Be sure to check for any wetness under the rear end of your car after you parked it the first times, since leaking fuel is bad for your wallet and is a potential fire hazard.
Ever felt that the engine is not making as much power as it used to? And that the fuel economy has been slowly decreasing? The first thing you should check is the condition of your injectors. Unless you have a pressure tester for the injectors, you would have to guess out from the age of the injectors. If they are more than 10 years old I would suggest to change them, that said if the injectors are relatively cheap since they vary a lot in price between the models. They are still relatively cheap for the M110 engine. E.g. If you have the rarer M100 engine, it will cost you nearly a new house to buy new injectors!
I will describe how you change the injectors with new ones. Refurbishing the old ones is a bit more cumbersome and it needs a pressure tester which you can clean them with and test for release pressure and spray pattern.
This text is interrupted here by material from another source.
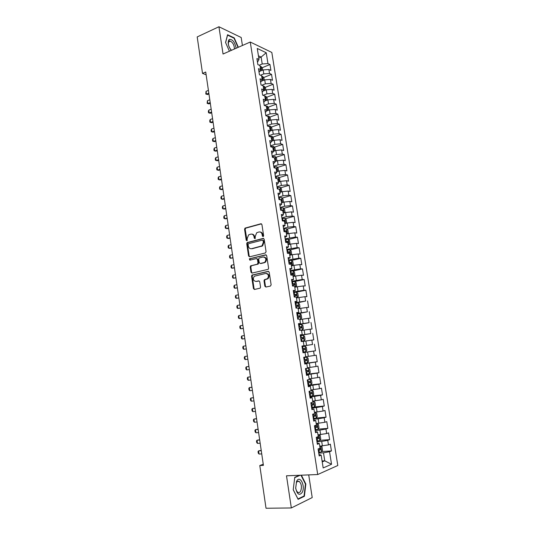 <?xml version="1.0" encoding="UTF-8"?>
<svg xmlns="http://www.w3.org/2000/svg" width="535" height="535" viewBox="0 0 535 535"><rect width="100%" height="100%" fill="white"/><g stroke="black" fill="none" stroke-linecap="round" stroke-linejoin="round"><path stroke-width="0.8" d="M263.133 236.637L263.635 235.741L261.929 224.58L260.893 223.77L245.023 228.117L244.569 229.268L246.214 240.255L247.11 240.737L247.203 238.523L248.621 234.872L250.754 234.136C252.46 233.895 253.55 234.758 254.031 236.737L254.245 238.175L255.162 238.657L255.248 236.423L256.666 232.758L258.853 231.996C260.585 231.749 261.695 232.625 262.177 234.618L262.397 236.062L263.133 236.637M228.619 40.138L229.341 40.734M264.838 286.171L265.888 287.048L270.402 286.085L271.138 284.827L269.212 272.208L268.155 271.345L251.965 275.097L251.584 276.18L253.443 288.599L254.473 289.468L260.184 288.151L260.538 287.088L259.736 281.731L258.693 280.862L256.044 281.443C253.195 280.828 252.614 279.096 254.292 276.247L265.641 273.452C268.516 274.027 269.132 275.759 267.487 278.655L264.384 279.718L264.022 280.795L264.838 286.171L265.44 286.165L266.069 287.007M263.253 464.233L259.789 465.544L263.414 465.356L205.728 72.031L202.524 73.409L206.135 74.793M259.789 465.544L266.022 508.25L291.334 507.949L312.213 497.57L308.715 474.893M242.422 45.488L241.191 37.503L218.935 26.75L223.041 54.022L250.26 42.031L317.716 474.532L286.492 475.796L291.334 507.949M218.935 26.75L197.201 36.922L202.524 73.409M265.347 252.981L266.076 251.704L264.17 239.245L263.126 238.416L247.157 242.576L246.729 243.706L248.561 255.984L249.584 256.813L265.347 252.981M266.684 255.676L268.603 268.216L268.222 269.306L252.018 273.091L250.995 272.241L250.206 266.952L250.601 265.855L257.268 264.21L257.99 262.946L257.455 259.421L256.419 258.579L249.818 260.164L249.384 258.806L265.634 254.834L266.684 255.676M250.26 42.031L271.82 52.443L337.799 465.497L317.716 474.532M262.117 67.744L269.974 64.508L267.955 63.585L266.236 52.744L257.275 48.471L259.007 59.512L256.894 58.549L257.85 64.615L259.957 65.551L260.592 69.583L258.479 68.667L259.435 74.753L261.541 75.649L262.177 79.695L260.07 78.819L261.033 84.931L263.133 85.787L263.775 89.853L261.668 89.017L262.632 95.15L264.731 95.959L265.373 100.045L263.274 99.249L264.243 105.408L266.336 106.177L266.985 110.27L264.885 109.521L265.855 115.707L267.948 116.429L268.597 120.542L266.504 119.84L267.473 126.046L269.566 126.721L270.215 130.854L268.122 130.192L269.098 136.425L271.191 137.06L271.84 141.2L269.754 140.585L270.737 146.837L272.817 147.433L273.472 151.592L271.392 151.017L272.375 157.297L274.455 157.845L275.11 162.025L273.031 161.496L274.02 167.796L276.1 168.298L276.755 172.491L274.682 172.009L275.672 178.336L277.745 178.797L278.407 183.003L276.334 182.569L277.331 188.922L279.404 189.33L280.066 193.556L277.993 193.162L278.996 199.542L281.062 199.909L281.731 204.149L279.665 203.808L280.668 210.208L282.734 210.529L283.403 214.782L281.336 214.488L282.346 220.915L284.406 221.189L285.081 225.462L283.015 225.208L284.031 231.668L286.091 231.889L286.76 236.182L284.707 235.975L285.723 242.455L287.776 242.636L288.452 246.943L286.399 246.789L287.422 253.296L289.468 253.423L290.151 257.75L288.097 257.643L289.127 264.17L291.174 264.25L291.856 268.597L289.81 268.537L290.833 275.09L292.879 275.124L293.568 279.484L291.522 279.471L292.551 286.058L294.598 286.038L295.287 290.418L293.247 290.458L294.277 297.065L296.316 296.999L297.005 301.392L294.972 301.479L296.015 308.12L298.048 307.999L298.737 312.413L296.704 312.554L297.754 319.214L299.781 319.047L300.476 323.481L298.45 323.668L299.5 330.356L301.526 330.135L302.221 334.589L300.195 334.83L301.252 341.544L303.271 341.276L303.974 345.744L301.954 346.031L303.011 352.779L305.03 352.451L305.732 356.939L303.719 357.286L304.776 364.054L306.796 363.68L307.498 368.18L305.485 368.582L306.555 375.376L308.561 374.948L309.277 379.469L307.264 379.924L308.334 386.745L310.34 386.27L311.056 390.804L309.049 391.306L310.126 398.16L312.126 397.632L312.841 402.186L310.842 402.741L311.918 409.623L313.918 409.034L314.64 413.615L312.641 414.224L313.724 421.132L315.717 420.49L316.439 425.084L314.446 425.753L315.536 432.688L317.529 431.992L318.251 436.607L316.265 437.329L317.355 444.297L319.341 443.542L320.07 448.176L318.084 448.952L319.181 455.947L321.16 455.138L318.954 454.496M269.974 64.508L270.917 70.419L268.898 69.523L269.526 73.482L263.782 73.89L260.518 75.214M263.635 77.548L271.539 74.365L269.526 73.482M271.539 74.365L272.482 80.297L270.476 79.441L271.105 83.42L265.353 83.841L261.809 85.246M265.153 87.392L273.117 84.256L271.105 83.42M273.117 84.256L274.06 90.214L272.054 89.398L272.689 93.391L266.925 93.832L263.073 95.324M266.677 97.263L274.696 94.187L272.689 93.391M274.696 94.187L275.645 100.165L273.639 99.39L274.274 103.402L268.503 103.857L264.317 105.435M268.209 107.181L276.281 104.158L274.274 103.402M276.281 104.158L277.237 110.156L275.231 109.428L275.866 113.447L270.088 113.922L265.821 115.493M269.74 117.132L277.872 114.162L275.866 113.447M277.872 114.162L278.829 120.188L276.829 119.492L277.471 123.531L271.686 124.026L267.4 125.558M271.278 127.116L279.471 124.207L277.471 123.531M279.471 124.207L280.427 130.252L278.434 129.604L279.076 133.656L273.278 134.165L268.985 135.663M272.823 137.141L281.069 134.292L279.076 133.656M281.069 134.292L282.039 140.357L280.046 139.749L280.688 143.821L274.883 144.35L270.57 145.808M274.368 147.205L282.681 144.41L280.688 143.821M282.681 144.41L283.65 150.502L281.657 149.934L282.306 154.02L276.495 154.568L272.168 155.993M275.92 157.303L284.299 154.568L282.306 154.02M284.299 154.568L285.269 160.681L283.282 160.159L283.931 164.258L278.113 164.827L273.773 166.211M277.478 167.442L285.917 164.767L283.931 164.258M285.917 164.767L286.894 170.899L284.908 170.424L285.563 174.537L279.731 175.119L275.378 176.47M279.036 177.62L287.549 174.999L285.563 174.537M287.549 174.999L288.525 181.158L286.546 180.723L287.201 184.856L281.363 185.458L276.99 186.768M280.601 187.832L289.181 185.27L287.201 184.856M289.181 185.27L290.164 191.456L288.184 191.069L288.846 195.215L283.002 195.837L278.615 197.107M282.166 198.084L290.819 195.589L288.846 195.215M290.819 195.589L291.809 201.795L289.83 201.448L290.492 205.614L284.64 206.249L280.24 207.486M283.737 208.376L292.464 205.942L290.492 205.614M292.464 205.942L293.461 212.174L291.488 211.867L292.15 216.046L286.285 216.708L281.871 217.905M285.315 218.708L294.123 216.334L292.15 216.046M294.123 216.334L295.113 222.587L293.147 222.333L293.815 226.526L287.944 227.201L283.51 228.358M286.894 229.074L295.781 226.766L293.815 226.526M295.781 226.766L296.778 233.046L294.812 232.832L295.48 237.045L285.155 238.857M288.472 239.479L297.447 237.239L295.48 237.045M297.447 237.239L298.45 243.539L296.484 243.371L297.159 247.605L286.807 249.397M290.057 249.932L299.118 247.752L297.159 247.605M299.118 247.752L300.122 254.078L298.162 253.958L298.838 258.204L288.465 259.977M291.649 260.418L300.797 258.305L298.838 258.204M300.797 258.305L301.807 264.658L299.854 264.584L300.53 268.844L290.13 270.596M293.233 270.944L302.482 268.898L300.53 268.844M302.482 268.898L303.492 275.278L301.546 275.244L302.221 279.524L291.802 281.256M294.778 281.524L304.168 279.537L302.221 279.524M304.168 279.537L305.191 285.937L303.245 285.957L303.927 290.251L293.481 291.963M295.768 292.25L305.866 290.211L303.927 290.251M305.866 290.211L306.889 296.637L304.95 296.704L305.632 301.018L295.166 302.703M295.648 303.225L305.632 301.018M307.572 300.931L308.601 307.384L306.662 307.498L307.344 311.825L296.851 313.49M296.925 313.951L307.344 311.825M309.284 311.691L310.313 318.164L308.381 318.325L309.07 322.672L298.55 324.324M298.604 324.638L309.07 322.672M311.002 322.491L312.039 328.992L310.106 329.206L310.795 333.566L300.255 335.191M300.282 335.371L310.795 333.566M312.728 333.338L313.764 339.865L311.838 340.12L312.534 344.5L301.967 346.105M301.974 346.145L312.534 344.5M314.46 344.226L315.503 350.779L313.577 351.087L314.272 355.481L305.706 356.771M304.689 363.466L317.242 361.734L316.198 355.153L314.272 355.481M317.242 361.734L315.322 362.088L316.024 366.502L307.438 367.792M306.394 374.346L318.994 372.728L317.944 366.127L316.024 366.502M318.994 372.728L317.074 373.136L317.777 377.57L309.176 378.854M308.106 385.274L320.746 383.776L319.696 377.142L317.777 377.57M320.746 383.776L318.833 384.23L319.542 388.678L310.922 389.962M310.527 396.161L322.511 394.857L321.455 388.203L319.542 388.678M322.511 394.857L320.605 395.365L321.314 399.832L312.674 401.11M313.905 407.015L324.284 405.985L323.22 399.304L321.314 399.832M324.284 405.985L322.378 406.546L323.087 411.034L314.433 412.304M316.292 418.036L326.056 417.16L324.992 410.452L323.087 411.034M326.056 417.16L324.156 417.775L324.872 422.276L316.198 423.546M318.124 429.157L327.841 428.381L326.771 421.647L324.872 422.276M327.841 428.381L325.949 429.043L326.664 433.564L317.971 434.835M319.95 440.318L329.634 439.643L328.557 432.882L326.664 433.564M329.634 439.643L327.741 440.358L328.463 444.899L319.749 446.163M321.776 451.533L331.433 450.952L330.349 444.164L328.463 444.899M331.433 450.952L329.547 451.721L331.539 464.273L323.173 467.951L321.16 455.138M317.155 443L319.341 443.542M322.077 460.963L324.758 460.822L323.494 452.824L318.74 453.105M329.547 451.721L323.494 452.824M331.539 464.273L324.758 460.822L322.224 461.899M315.362 431.558L317.529 431.992M322.418 445.989L321.702 441.442L316.961 441.77M327.741 440.358L321.702 441.442M313.57 420.162L315.717 420.49M320.625 434.634L319.917 430.107L315.189 430.474M325.949 429.043L319.917 430.107M311.791 408.807L313.918 409.034M318.847 423.325L318.138 418.811L313.43 419.233M324.156 417.775L318.138 418.811M310.019 397.498L312.126 397.632M317.074 412.057L316.366 407.563L311.671 408.024M322.378 406.546L316.366 407.563M308.254 386.237L310.34 386.27M315.302 400.835L314.6 396.361L309.925 396.87M320.605 395.365L314.6 396.361M306.501 375.022L308.561 374.948M313.543 389.661L312.841 385.207L308.18 385.755M318.833 384.23L312.841 385.207M304.749 363.853L306.796 363.68M311.785 378.533L311.089 374.092L306.448 374.687M317.074 373.136L311.089 374.092M303.004 352.726L305.03 352.451M310.039 367.445L309.344 363.018L304.716 363.66M315.322 362.088L309.344 363.018M301.961 346.071L303.974 345.744M308.3 356.397L307.605 351.997L302.997 352.679M313.577 351.087L307.605 351.997M300.229 335.017L302.221 334.589M306.568 345.403L305.873 341.009L303.298 341.417M311.838 340.12L305.873 341.009M298.503 324.003L300.476 323.481M304.843 334.442L304.154 330.075L301.579 330.503M310.106 329.206L304.154 330.075M296.785 313.035L298.737 312.413M303.118 323.528L302.435 319.174L299.874 319.629M308.381 318.325L302.435 319.174M295.073 302.108L297.005 301.392M301.406 312.661L300.724 308.32L298.169 308.802M306.662 307.498L300.724 308.32M293.367 291.227L295.287 290.418M299.7 301.827L299.018 297.513L296.477 298.008M304.95 296.704L299.018 297.513M291.669 280.387L293.568 279.484M298.002 291.047L297.326 286.74L294.792 287.268M303.245 285.957L297.326 286.74M289.97 269.587L291.856 268.597M296.31 280.3L295.634 276.013L293.106 276.562M301.546 275.244L295.634 276.013M288.285 258.833L290.151 257.75M294.624 269.6L293.949 265.327L291.435 265.895M299.854 264.584L293.949 265.327M286.606 248.12L288.452 246.943M292.939 258.94L292.27 254.687L289.763 255.275M298.162 253.958L292.27 254.687M284.934 237.453L286.76 236.182M291.267 248.32L290.599 244.08L288.097 244.696M296.484 243.371L290.599 244.08M283.269 226.82L285.081 225.462M289.602 237.741L288.94 233.521L286.446 234.156M294.812 232.832L288.94 233.521M281.611 216.234L283.403 214.782M287.944 227.201L287.282 223.001L284.794 223.657M293.147 222.333L287.282 223.001M279.959 205.687L281.731 204.149M286.285 216.708L285.63 212.522L283.155 213.197M291.488 211.867L285.63 212.522M278.314 195.181L280.066 193.556M284.64 206.249L283.985 202.076L281.517 202.778M289.83 201.448L283.985 202.076M276.669 184.715L278.407 183.003M283.002 195.837L282.346 191.677L279.885 192.399M288.184 191.069L282.346 191.677M275.037 174.29L276.755 172.491M281.363 185.458L280.714 181.318L278.26 182.054M286.546 180.723L280.714 181.318M273.412 163.904L275.11 162.025M279.731 175.119L279.083 170.999L276.642 171.762M284.908 170.424L279.083 170.999M271.787 153.558L273.472 151.592M278.113 164.827L277.464 160.714L275.03 161.503M283.282 160.159L277.464 160.714M270.175 143.253L271.84 141.2M276.495 154.568L275.853 150.475L273.425 151.285M281.657 149.934L275.853 150.475M268.563 132.988L270.215 130.854M274.883 144.35L274.241 140.27L271.827 141.1M280.046 139.749L274.241 140.27M266.958 122.762L268.597 120.542M273.278 134.165L272.643 130.105L270.128 130.988M278.434 129.604L272.643 130.105M265.367 112.577L266.985 110.27M271.686 124.026L271.044 119.98L268.356 120.95M276.829 119.492L271.044 119.98M263.775 102.426L265.373 100.045M270.088 113.922L269.453 109.889L266.611 110.952M275.231 109.428L269.453 109.889M262.19 92.314L263.775 89.853M268.503 103.857L267.875 99.844L264.878 100.981M273.639 99.39L267.875 99.844M260.612 82.243L262.177 79.695M266.925 93.832L266.296 89.826L263.173 91.05M272.054 89.398L266.296 89.826M259.04 72.212L260.592 69.583M265.353 83.841L264.725 79.855L261.481 81.153M270.476 79.441L264.725 79.855M257.469 62.214L259.007 59.512M263.782 73.89L263.16 69.918L259.809 71.289M268.898 69.523L263.16 69.918M258.779 58.047L261.127 57.058L258.425 55.807M267.955 63.585L262.217 63.973L259.221 65.223M262.217 63.973L261.127 57.058L266.236 52.744M238.349 47.281L234.25 37.905L227.556 34.721L225.563 42.499L229.415 51.213M299.506 475.267L294.772 477.32L293.22 489.786L298.115 499.342L304.402 496.286L305.826 484.001L301.386 475.194M302.991 352.625L315.503 350.779M263.26 236.59L262.785 234.678C262.411 232.966 261.488 232.07 260.01 231.983M251.885 234.116C253.349 234.19 254.272 235.086 254.64 236.798L255.101 238.69M261.475 223.851L245.639 228.184L245.184 229.328L247.07 240.763M263.675 238.483L247.772 242.623L247.344 243.753L249.176 256.011L249.691 256.787M263.106 240.717L262.377 240.141L248.594 243.659L248.1 244.542L248.327 246.046C248.795 248.026 249.885 248.902 251.59 248.688L262.003 245.853L263.34 242.248L263.106 240.717L263.715 240.77L262.725 240.168M251.176 248.755L251.59 248.688M263.715 240.77L263.949 242.295L262.605 245.899L252.206 248.728M256.84 258.599L258.064 259.448L258.599 262.973L258.204 264.069L251.524 265.721L250.821 266.972L251.611 272.255L252.172 273.057M266.149 254.887L250.213 258.733L250.019 260.117M263.949 262.638L264.845 262.197C266.577 259.294 265.995 257.556 263.086 256.981L259.087 258.024L258.686 259.127L259.221 262.658L260.257 263.508L265.447 262.217C267.166 259.535 266.671 257.783 263.962 256.967M264.551 262.665L260.866 263.528M266.423 273.432C269.172 274.167 269.72 275.906 268.088 278.655L264.992 279.718L264.624 280.795L265.44 286.165M259.134 280.902L256.653 281.443M268.623 271.392L252.573 275.104L252.199 276.187L254.051 288.592L254.667 289.428M233.802 38.105L234.25 37.905M305.405 484.014L305.826 484.001M303.432 496.306L304.402 496.286M262.658 70.125L262.324 67.978L261.02 66.487L260.07 66.293M260.552 69.349L261 69.403L260.772 68.212L260.364 68.166M208.416 90.375L206.035 91.358L206.45 94.16L208.831 93.19M207.54 94.541L205.808 94.026L207.54 94.541L208.944 93.966M205.808 94.026L206.035 91.358M264.223 80.056L263.875 77.822L262.571 76.344L261.622 76.164M262.103 79.227L262.545 79.274L262.324 78.083L261.916 78.043M209.794 99.764L207.406 100.727L207.821 103.543L210.208 102.586M208.911 103.904L207.172 103.389L208.911 103.904L210.322 103.342M207.172 103.389L207.406 100.727M265.795 90.027L265.427 87.693L264.123 86.242L263.18 86.068M263.661 89.144L264.089 89.191L263.882 87.994L263.474 87.954M211.178 109.187L208.784 110.13L209.198 112.952L211.592 112.022M210.282 113.293L208.543 112.785L210.282 113.293L211.7 112.745M208.543 112.785L208.336 111.367L208.784 110.13M236.142 48.25C234.905 42.258 232.658 39.289 229.395 39.343C227.335 41.89 227.943 45.589 231.207 50.424M234.437 49.006C234.283 45.194 232.912 42.573 230.317 41.135L229.328 41.222C228.244 42.018 228.097 43.716 228.873 46.318M228.605 40.165L229.341 40.774M225.623 42.633L227.542 35.136L234.029 38.219L238.055 47.414M229.462 47.729L231.448 50.317M302.221 492.374C305.666 486.047 299.874 474.545 296.604 481.306L295.661 488.181C297.213 494.521 299.399 495.918 302.221 492.374M300.69 491.056C302.007 487.024 301.519 483.821 299.225 481.446C298.149 480.871 297.219 481.286 296.43 482.69L295.721 487.88C296.042 490.087 296.758 491.571 297.861 492.34C298.958 492.929 299.901 492.501 300.69 491.056M293.227 489.699L294.731 477.621L300.235 475.24M300.971 475.207L305.452 484.095L304.067 495.998L297.968 498.954L293.233 489.699M267.373 100.032L266.992 97.611L265.688 96.173L264.745 96.012M265.226 99.102L265.648 99.135L265.447 97.938L265.039 97.905M212.562 118.643L210.161 119.566L210.576 122.401L212.983 121.485M211.666 122.722L209.921 122.207L211.666 122.722L213.084 122.187M209.921 122.207L209.713 120.79L210.161 119.566M268.951 110.076L268.557 107.555L267.253 106.144L265.841 105.99M266.798 109.093L267.212 109.127L267.018 107.923L266.611 107.889M213.96 128.132L211.546 129.035L211.96 131.877L214.374 130.988M211.546 129.035L211.098 130.246L211.305 131.67L213.05 132.185L214.475 131.657M270.543 120.161L270.128 117.546L268.831 116.148L266.865 116.055M268.369 119.124L268.784 119.151L268.597 117.947L268.182 117.921M268.597 117.947L268.209 118.088L268.597 117.947M215.351 137.655L212.937 138.538L213.351 141.394L215.772 140.518M212.937 138.538L212.482 139.735L212.689 141.166L214.441 141.681L215.866 141.166M272.134 130.286L271.706 127.571L270.409 126.193L267.921 126.193M269.954 129.189L270.362 129.216L270.188 128.005L269.767 127.979M270.188 128.005L269.787 128.139L270.188 128.005M216.755 147.212L214.328 148.075L214.749 150.944L217.177 150.088M214.328 148.075L213.873 149.258L214.08 150.696L215.832 151.211L217.27 150.703M273.733 140.444L273.291 137.629L271.994 136.271L269.092 136.351M271.539 139.294L271.954 139.314L271.78 138.104L271.352 138.083M218.16 156.802L215.725 157.644L216.147 160.52L218.588 159.691M215.725 157.644L215.271 158.821L215.478 160.253L217.23 160.767L218.675 160.279M275.344 150.643L274.883 147.734L273.586 146.396L270.677 146.49M273.138 149.439L273.546 149.459L273.385 148.242L272.944 148.222M219.571 166.432L217.13 167.248L217.558 170.137L219.999 169.327M217.13 167.248L216.668 168.411L216.882 169.849L218.634 170.364L220.079 169.889M276.956 160.881L276.481 157.872L275.184 156.554L272.275 156.661M274.736 159.624L275.144 159.637L274.99 158.413L274.542 158.4M220.988 176.089L218.541 176.891L218.969 179.787L221.416 178.998M218.541 176.891L218.079 178.035L218.287 179.479L220.046 179.994L221.497 179.533M278.447 171.2L278.08 168.043L276.822 166.78L273.873 166.88M276.341 169.842L276.749 169.849L276.602 168.632L276.147 168.612M222.413 185.785L219.959 186.561L220.38 189.47L222.841 188.701M219.959 186.561L219.49 187.698L219.698 189.149L221.463 189.664L222.914 189.209M279.885 181.572L279.691 178.262L278.401 176.985L275.485 177.132M277.953 180.101L278.361 180.108L278.227 178.884L277.759 178.871M223.837 195.516L221.376 196.271L221.804 199.194L224.272 198.445M221.376 196.271L220.901 197.388L221.115 198.846L222.881 199.361L224.339 198.92M281.35 191.971L281.791 191.597L281.303 188.514L280.012 187.257L277.097 187.424M279.571 190.4L279.979 190.4L279.852 189.169L278.748 189.203M225.275 205.279L222.801 206.015L223.229 208.944L225.703 208.215M222.801 206.015L222.326 207.119L222.54 208.583L224.305 209.098L225.77 208.67M282.841 202.404L283.416 201.902L282.928 198.806L281.637 197.575L278.715 197.756M281.196 200.739L281.604 200.739L281.484 199.501L279.558 199.642M226.706 215.083L224.232 215.799L224.66 218.735L227.141 218.033M224.232 215.799L223.75 216.882L223.964 218.354L225.737 218.868L227.201 218.447M284.359 212.87L285.041 212.248L284.553 209.138L283.262 207.928L280.34 208.128M283.563 213.084L283.135 213.097M282.828 211.118L283.236 211.111L283.122 209.874L280.648 210.101M281.189 210.288L283.122 209.874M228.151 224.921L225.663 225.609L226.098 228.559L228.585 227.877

Changing the fuel injectors is not difficult and you don’t need much preparation except acquiring new injectors, gaskets and o-rings. There are two gaskets per injector you will have to change or you will end up leaking fuel which is expensive. You can change the injectors easily in an afternoon. I also recommend to change the fuel filter at the same time to not clog up your new injectors.
Start with opening your hood and disconnecting the battery. Sparks can make explosions from gasoline vapor when you are working with the fuel system, and we don’t want that to happen.
Remove the air filter housing to get access to the fuel delivery system.
The four front injectors you can now access without removing more stuff, but to gain access for the last two, you have to remove throttle linkages, fuel hard lines and a fuel regulator. We’ll come to that later.
Two and two injectors are held in place by a single metal plate, to remove the metal plate loosen the injector hard lines first. The injector hard lines should not sit on very hard unless they corroded over time or they have been over tightened. Use two spanners, one 14mm to loose the line nut and one 12mm on the injector itself to to keep it from rotating.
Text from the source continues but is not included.